* AIM OF THE EXERCISE:
Reading the records below, how many lines contain "Called"? Respond with a number and nothing else.

☆ ☆ ☆ ☆

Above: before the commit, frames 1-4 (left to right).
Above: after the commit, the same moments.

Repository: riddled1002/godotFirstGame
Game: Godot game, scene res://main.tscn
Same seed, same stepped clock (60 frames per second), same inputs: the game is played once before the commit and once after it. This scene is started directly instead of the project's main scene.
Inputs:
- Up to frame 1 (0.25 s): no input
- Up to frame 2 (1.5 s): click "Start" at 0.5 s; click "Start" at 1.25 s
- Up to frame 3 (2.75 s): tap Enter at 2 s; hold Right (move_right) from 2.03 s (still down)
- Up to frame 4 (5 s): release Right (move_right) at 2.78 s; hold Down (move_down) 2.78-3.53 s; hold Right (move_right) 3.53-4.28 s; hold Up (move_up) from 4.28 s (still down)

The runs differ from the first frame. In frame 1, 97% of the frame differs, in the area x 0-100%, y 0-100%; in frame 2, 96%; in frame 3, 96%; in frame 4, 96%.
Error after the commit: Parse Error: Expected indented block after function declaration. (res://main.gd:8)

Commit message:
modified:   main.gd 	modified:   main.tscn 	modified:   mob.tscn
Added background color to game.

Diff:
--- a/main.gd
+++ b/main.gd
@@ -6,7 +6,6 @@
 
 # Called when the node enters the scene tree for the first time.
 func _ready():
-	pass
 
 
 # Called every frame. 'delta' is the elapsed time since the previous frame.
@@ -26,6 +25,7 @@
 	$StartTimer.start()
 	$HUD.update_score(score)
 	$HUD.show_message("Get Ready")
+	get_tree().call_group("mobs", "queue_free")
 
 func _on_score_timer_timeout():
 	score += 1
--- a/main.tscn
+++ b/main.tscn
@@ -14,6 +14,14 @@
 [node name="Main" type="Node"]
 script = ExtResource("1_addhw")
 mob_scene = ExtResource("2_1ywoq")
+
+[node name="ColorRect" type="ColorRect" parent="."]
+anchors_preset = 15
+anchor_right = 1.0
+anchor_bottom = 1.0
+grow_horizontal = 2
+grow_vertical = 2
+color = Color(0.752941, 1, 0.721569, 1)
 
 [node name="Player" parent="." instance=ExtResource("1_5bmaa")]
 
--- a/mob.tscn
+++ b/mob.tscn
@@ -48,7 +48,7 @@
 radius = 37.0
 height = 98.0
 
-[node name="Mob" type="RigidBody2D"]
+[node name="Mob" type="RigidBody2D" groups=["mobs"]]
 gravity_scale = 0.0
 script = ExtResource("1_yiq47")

☆ ☆ ☆ ☆

* FINAL ANSWER:
2